Further, even after the hot liquid refrigerant in the reservoir 19 flows out, a part of the liquid refrigerant leaving the condenser 12 continuously flows into the auxiliary heat exchanger 15 through the on-off valve 20 and evaporates. Since it exchanges heat with the gas refrigerant flowing out of the vessel 14, the same effect is exhibited.

To return to the separation mode, turn on the heater 18.
Then, when the on-off valve 20 is closed and the on-off valve 17 is opened, the rectification action is started again, and the main circuit becomes the composition of the mixed refrigerant rich in the low boiling point refrigerant.

A high-temperature heat source in the refrigeration cycle such as the discharge pipe of the compressor 11 may be used as the heating source of the rectification separator, instead of the heater 17, and these are included in the present invention.

Further, in the present embodiment, the top of the rectification separator 16 is connected to the inside of the cylinder of the compressor 11 via the outlet of the condenser 12 and the on-off valve 17 by piping, but both are connected to the outlet of the condenser. Alternatively, the condenser outlet and the evaporator inlet may be connected, and these are also included in the present invention.

As described above, in the heat pump device of the present invention, after the high-temperature high-boiling-point liquid medium in the bottom reservoir is indirectly heat-exchanged with the intake gas of the main circuit by the auxiliary heat exchanger. , The liquid refrigerant is cooled, the enthalpy is reduced, and the amount of heat absorbed by the evaporator can be increased. Further, since the inhaled gas is heated, the enthalpy increases, the amount of heat released on the user side can be sufficiently increased, and the coefficient of performance improves.

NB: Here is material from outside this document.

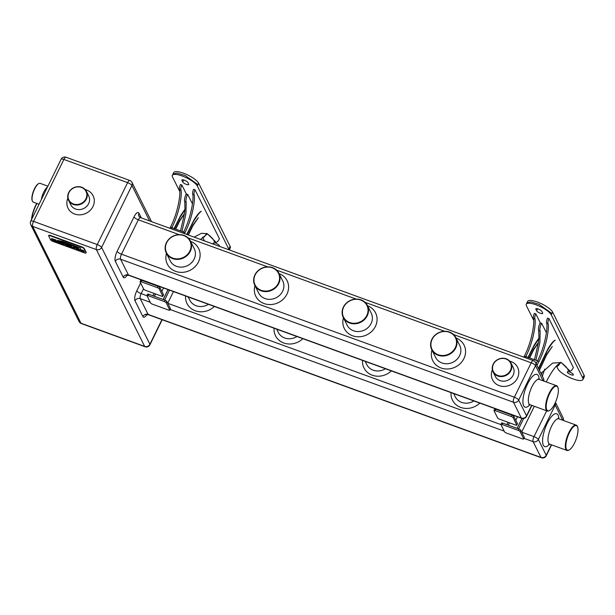 <?xml version="1.0" encoding="UTF-8"?>
<svg xmlns="http://www.w3.org/2000/svg" width="615" height="615" viewBox="0 0 615 615"><rect width="100%" height="100%" fill="white"/><g stroke="black" fill="none" stroke-linecap="round" stroke-linejoin="round"><path stroke-width="0.92" d="M261.244 290.318A13.076 11.739 -26.5 0 0 278.334 283.284A13.076 11.739 -26.5 0 0 272.268 267.817A13.076 11.739 -26.5 0 0 255.179 274.859A13.076 11.739 -26.5 0 0 261.244 290.318M272.514 267.633A13.476 12.092 153.5 0 1 278.895 273.214A13.476 12.092 153.5 0 1 276.066 287.305A13.476 12.092 153.5 0 1 261.152 290.826A13.476 12.092 153.5 0 1 254.779 285.245A13.476 12.092 153.5 0 1 257.6 271.146A13.476 12.092 153.5 0 1 272.514 267.633M506.222 358.814A9.994 8.971 153.5 0 1 510.957 362.958A9.994 8.971 153.5 0 1 508.859 373.413A9.994 8.971 153.5 0 1 497.796 376.019A9.994 8.971 153.5 0 1 493.061 371.883A9.994 8.971 153.5 0 1 495.16 361.428A9.994 8.971 153.5 0 1 506.222 358.814M497.889 375.519A9.594 8.618 -26.5 0 0 510.427 370.353A9.594 8.618 -26.5 0 0 505.976 358.999A9.594 8.618 -26.5 0 0 493.438 364.165A9.594 8.618 -26.5 0 0 497.889 375.519M449.488 332.054A13.476 12.092 153.5 0 1 455.861 337.635A13.476 12.092 153.5 0 1 453.04 351.726A13.476 12.092 153.5 0 1 438.126 355.247A13.476 12.092 153.5 0 1 431.745 349.666A13.476 12.092 153.5 0 1 434.574 335.567A13.476 12.092 153.5 0 1 449.488 332.054M438.211 354.747A13.076 11.739 -26.5 0 0 455.3 347.706A13.076 11.739 -26.5 0 0 449.242 332.238A13.076 11.739 -26.5 0 0 432.153 339.28A13.076 11.739 -26.5 0 0 438.211 354.747M361.005 299.843A13.476 12.092 153.5 0 1 367.378 305.424A13.476 12.092 153.5 0 1 364.549 319.516A13.476 12.092 153.5 0 1 349.635 323.036A13.476 12.092 153.5 0 1 343.262 317.455A13.476 12.092 153.5 0 1 346.091 303.356A13.476 12.092 153.5 0 1 361.005 299.843M349.727 322.529A13.076 11.739 -26.5 0 0 366.817 315.495A13.076 11.739 -26.5 0 0 360.751 300.028A13.076 11.739 -26.5 0 0 343.67 307.07A13.076 11.739 -26.5 0 0 349.727 322.529M184.031 235.414A13.476 12.092 153.5 0 1 190.404 240.995A13.476 12.092 153.5 0 1 187.583 255.094A13.476 12.092 153.5 0 1 172.669 258.615A13.476 12.092 153.5 0 1 166.288 253.034A13.476 12.092 153.5 0 1 169.117 238.935A13.476 12.092 153.5 0 1 184.031 235.414M172.761 258.108A13.076 11.739 -26.5 0 0 189.843 251.074A13.076 11.739 -26.5 0 0 183.785 235.607A13.076 11.739 -26.5 0 0 166.696 242.641A13.076 11.739 -26.5 0 0 172.761 258.108M549.349 410.612A13.476 4.52 -70 0 1 549.126 410.743A13.476 4.52 -70 0 1 547.312 411.028A13.476 4.52 -70 0 1 546.235 409.959A13.476 4.52 -70 0 1 548.426 394.892A13.476 4.52 -70 0 1 556.529 385.697A13.476 4.52 -70 0 1 557.597 386.766A13.476 4.52 -70 0 1 557.736 387.081A13.476 4.52 -70 0 1 557.828 387.327M557.782 387.242A13.076 4.39 110 0 0 549.702 393.339A13.076 4.39 110 0 0 546.758 409.744A13.076 4.39 110 0 0 549.564 410.505A13.076 4.39 110 0 0 556.398 399.996A13.076 4.39 110 0 0 557.92 387.542A13.076 4.39 110 0 0 557.782 387.242M569.013 450.042A13.476 4.52 -70 0 1 568.798 450.172A13.476 4.52 -70 0 1 566.976 450.449A13.476 4.52 -70 0 1 565.908 449.38A13.476 4.52 -70 0 1 568.099 434.313A13.476 4.52 -70 0 1 576.193 425.126A13.476 4.52 -70 0 1 577.27 426.187A13.476 4.52 -70 0 1 577.408 426.502A13.476 4.52 -70 0 1 577.493 426.749M577.454 426.664A13.076 4.39 110 0 0 569.367 432.76A13.076 4.39 110 0 0 566.43 449.165A13.076 4.39 110 0 0 569.229 449.934A13.076 4.39 110 0 0 576.063 439.418A13.076 4.39 110 0 0 577.593 426.971A13.076 4.39 110 0 0 577.454 426.664M47.901 186.184L40.106 183.339A9.994 3.352 110 0 0 38.76 183.547A9.994 3.352 110 0 0 34.724 188.797A9.994 3.352 110 0 0 32.372 201.105A9.994 3.352 110 0 0 32.472 201.336A9.994 3.352 110 0 0 33.272 202.127L39.06 204.234M32.288 200.859A9.594 3.221 -70 0 1 32.188 200.644A9.594 3.221 -70 0 1 33.31 191.503A9.594 3.221 -70 0 1 38.322 183.785A9.594 3.221 -70 0 1 38.537 183.685M36.923 203.457A16.951 5.689 110 0 0 31.719 219.217M31.457 219.755A16.551 5.558 -70 0 1 36.708 203.381M86 252.942L86.169 252.604A2.399 0.684 -153.9 0 0 86.138 252.319L84.255 248.537A2.399 0.684 -153.9 0 0 81.657 246.815L50.507 235.476A2.399 0.684 -153.9 0 0 48.831 235.368L48.662 235.714A2.399 0.684 26.1 0 1 50.338 235.822L81.488 247.161A2.399 0.684 26.1 0 1 84.086 248.875L85.969 252.665A2.399 0.684 26.1 0 1 86 252.942A2.399 0.684 26.1 0 1 84.324 252.834L53.174 241.495A2.399 0.684 26.1 0 1 50.576 239.781L48.693 235.991A2.399 0.684 26.1 0 1 48.662 235.714M78.897 248.737L75.338 247.76L78.82 249.636L76.029 248.575L78.028 249.805L79.404 250.182L79.435 249.605L76.175 248.03L78.897 248.737M76.175 248.03L78.743 249.006M75.914 248.737L79.75 249.944M75.753 247.368L75.66 247.914L78.528 249.675M74.453 246.976L73.093 246.477L73.908 247.822L72.947 247.668L71.755 247.038L71.294 245.823L69.833 245.293L70.948 246.93L73.077 247.999L74.738 248.406L74.453 246.976M70.156 245.546L71.671 247.23L74.784 248.022M73.493 246.623L73.769 247.883M60.508 243.394L63.845 244.57L64.698 244.17L63.222 242.956L59.593 241.564L60.524 243.356M59.993 241.71L60.647 243.371M60.693 243.302L64.429 244.655L64.698 244.17M55.55 241.28L52.436 239.55L52.729 239.174L55.842 240.427L56.05 240.042L51.76 238.605L51.322 239.143L54.835 241.357L57.418 242.003L57.026 241.218L54.22 240.111L56.042 241.111L55.55 241.28M54.597 240.673L56.042 241.111M51.76 238.605L51.322 239.143L52.729 240.388M52.436 239.55L52.798 239.035L55.65 240.273M57.364 240.365L63.491 241.795L74.077 246.161L80.734 248.137L62.792 241.426L57.264 240.373M58.971 241.057L63.975 242.371L77.467 247.63L63.729 242.149L58.925 241.026M58.879 241.303L57.426 240.773L58.31 242.556L59.786 243.133L58.879 241.303M57.741 241.026L58.471 242.579M68.688 246.185L70.448 247.015L68.665 245.731L69.557 245.623L68.903 245.047L64.875 243.486L65.782 245.316L67.235 245.839L66.628 245.008L68.703 246.338M65.275 243.632L65.92 245.293M68.665 245.731L69.557 245.623M83.509 250.42L79.958 249.436L83.432 251.32L80.642 250.259L82.648 251.481L84.024 251.858L84.055 251.281L80.796 249.713L83.509 250.42M80.796 249.713L83.363 250.682M80.534 250.42L84.37 251.627M80.373 249.052L80.273 249.598L83.14 251.358M51.829 238.466L51.391 239.004M52.798 240.25L57.479 241.864M54.412 240.227L54.481 240.626M56.103 240.972L56.188 241.411M58.525 242.51L59.455 242.848M64.498 244.516L64.767 244.032M63.576 244.117L63.214 243.11L61.046 242.202L61.554 243.502L63.699 243.809L60.977 242.341M66.628 245.008L68.757 246.046M68.895 246.284L69.879 246.638M65.943 245.277L66.904 245.562M68.419 245.362L66.251 244.263M74.807 248.268L74.853 247.883M73.3 204.457A9.994 8.971 153.5 0 1 68.565 200.313A9.994 8.971 153.5 0 1 70.663 189.858A9.994 8.971 153.5 0 1 81.726 187.252A9.994 8.971 153.5 0 1 86.454 191.388A9.994 8.971 153.5 0 1 84.363 201.851A9.994 8.971 153.5 0 1 73.3 204.457M73.385 203.957A9.594 8.618 -26.5 0 0 85.931 198.791A9.594 8.618 -26.5 0 0 81.48 187.437A9.594 8.618 -26.5 0 0 68.942 192.603A9.594 8.618 -26.5 0 0 73.385 203.957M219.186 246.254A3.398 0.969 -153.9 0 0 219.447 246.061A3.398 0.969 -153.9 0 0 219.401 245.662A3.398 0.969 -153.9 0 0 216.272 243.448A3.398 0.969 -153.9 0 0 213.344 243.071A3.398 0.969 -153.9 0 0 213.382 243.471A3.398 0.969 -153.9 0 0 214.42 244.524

[Brief description of drawings]

FIG. 1 is a block diagram of a heat pump device according to an embodiment of the present invention, and FIG. 2 is a block diagram of a conventional heat pump device. 11 …… Compressor, 12 …… Condenser, 13 …… First throttling device, 14
…… Evaporator, 15 …… Auxiliary heat exchanger, 16 …… Rectification separator,
17,20 …… Open / close valve, 18 …… Heater, 19 …… Reservoir, 21 …… Second throttling device.

 ─────────────────────────────────────────────────── ─── Continuation of the front page (72) Inventor Yuji Yoshida 1006 Kadoma, Kadoma City, Osaka Prefecture Matsushita Electric Industrial Co., Ltd. (72) Koji Arita, 1006 Kadoma, Kadoma City, Osaka Matsushita Electric Industrial Co., Ltd.

Claims (1)

[Claims] 1. A non-azeotropic mixed refrigerant is enclosed, and a compressor, a condenser, a first expansion device, an evaporator, an auxiliary heat exchanger, etc. are sequentially connected to form a main circuit, and a reservoir and a reservoir are provided at a lower portion. The top of the rectification separator provided with heating means for heating the refrigerant inside the reservoir is connected to the condenser outlet, and the bottom of the reservoir is connected to the auxiliary heat exchanger via an on-off valve. A heat pump device, which is configured to indirectly exchange heat with the refrigerant flowing through the main circuit, and is further connected to the evaporator inlet via the second expansion device from the auxiliary heat exchanger.